La satisfaction à l’égard de la démocratie varie selon le niveau de revenu. Bien que les intervalles de confiance soient larges — en raison de la taille réduite des échantillons — des différences de niveau de satisfaction apparaissent en fonction du revenu. En Belgique, on observe une progression du niveau de satisfaction à mesure que le revenu augmente. En Wallonie, cette relation est plus fluctuante, ce qui s’explique principalement par l’ampleur des intervalles de confiance liée à la plus petite taille de l’échantillon wallon. Néanmoins, on constate que le premier quintile présente un niveau de satisfaction plus faible que les autres, tandis que le cinquième quintile affiche le niveau le plus élevé.
NB : Les intervalles de confiance indiquent la marge d’erreur dont il faut tenir compte dans l’interprétation des résultats. Cette marge d’erreur est liée à la taille de l’échantillon ou du sous-échantillon et de l’effectif.
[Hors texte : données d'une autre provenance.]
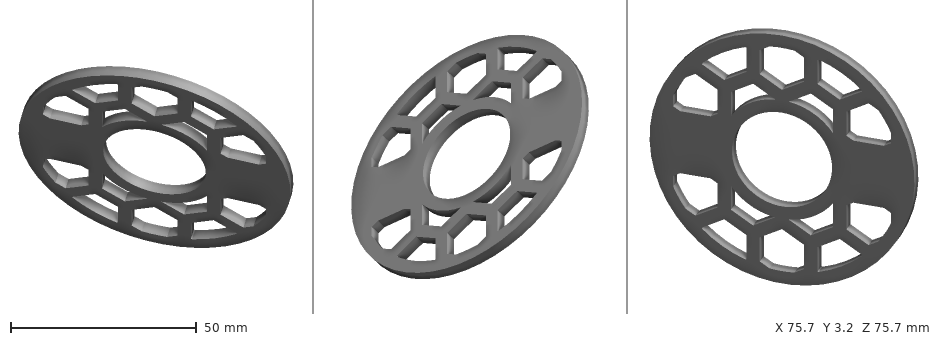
import cadquery as cq
import math

outer_diameter = 75.7
thickness = 3.2
bore_diameter = 28.6
wall_width = 3.8
hex_across_flats = 12.7
band_half_height = 9.45

outer_radius = outer_diameter / 2
bore_radius = bore_diameter / 2
window_outer_radius = outer_radius - wall_width
window_inner_radius = bore_radius + wall_width
hex_corner_diameter = hex_across_flats / math.cos(math.pi / 6)
hex_pitch = hex_across_flats + wall_width
row_pitch = hex_pitch * math.cos(math.pi / 6)

inner_row_steps = (-1.5, -0.5, 0.5, 1.5)
outer_row_steps = (-1, 0, 1)
honeycomb_rows = {
    2: outer_row_steps,
    1: inner_row_steps,
    -1: inner_row_steps,
    -2: outer_row_steps,
}


def base_plane():
    """Plane of the disc face: local x runs along Z, local y along X, extruding along +Y."""
    return cq.Workplane("ZX")


def disc(radius):
    """Full-thickness disc centred on the Y axis."""
    return base_plane().circle(radius).extrude(thickness)


def honeycomb():
    """Untrimmed hexagonal prisms, each with a corner pointing up."""
    centers = [
        (row * row_pitch, step * hex_pitch)
        for row, steps in honeycomb_rows.items()
        for step in steps
    ]
    return base_plane().pushPoints(centers).polygon(6, hex_corner_diameter).extrude(thickness)


def middle_band():
    """Strip across the disc that stays free of windows."""
    return base_plane().rect(2 * band_half_height, outer_diameter).extrude(thickness)


def windows():
    """Hexagons trimmed by the rim, the bore ring and the middle band."""
    return (
        honeycomb()
        .intersect(disc(window_outer_radius))
        .cut(disc(window_inner_radius))
        .cut(middle_band())
    )


result = disc(outer_radius).cut(disc(bore_radius)).cut(windows())

La satisfaction à l’égard de la démocratie ne dépend quant à elle pas du sexe des répondants ni pour la Belgique ni pour la Wallonie. La très faible différence de pourcentage entre les femmes et les hommes est largement comprise dans l’intervalle de confiance.
Définitions et sources
Les données utilisées proviennent de l’Enquête European Social Survey (ESS) qui est une enquête européenne bisannuelle réalisée, depuis 2002, auprès d’une quarantaine de pays. Pour chaque pays l’échantillon est représentatif de la population de 15 ans et plus vivant sur le territoire.
La satisfaction démocratique est calculée à partir d’un item de l’enquête. Les participants doivent répondre à la question suivante : » Et dans l’ensemble, dans quelle mesure êtes-vous satisfait de la manière dont la démocratie fonctionne [en Belgique] ? « . Les personnes peuvent donner une réponse sur une échelle allant de 0 ( » tout à fait insatisfait « ) à 10 ( » tout à fait satisfait « ). L’indice est calculé en tenant compte des scores allant de 6 à 10 (5 étant le milieu de l’échelle).
Pertinence et limites
L’ESS est une enquête d’opinion dont l’échantillon est tiré aléatoirement et la passation réalisée en face-à-face au domicile de la personne interrogée (avec possibilité, en 2020, de le faire en visio-conférence en raison de la COVID-19). Cette méthodologie permet d’assurer une forte représentativité des opinions exprimées.
En 2023, l’échantillon belge comprenait 1 594 personnes interrogées dont 412 Wallon·nes (106 Bruxellois·es et 1076 Flamand·es).
L’intervalle de confiance permet de savoir si un écart entre deux taux est significatif. Si cet écart se trouve en dehors de l’intervalle, il y a 95 % de chance que la différence ne soit pas due à un hasard. Cet intervalle dépend de la taille de l’échantillon. C’est pour cette raison qu’il est plus grand pour les régions que pour la Belgique.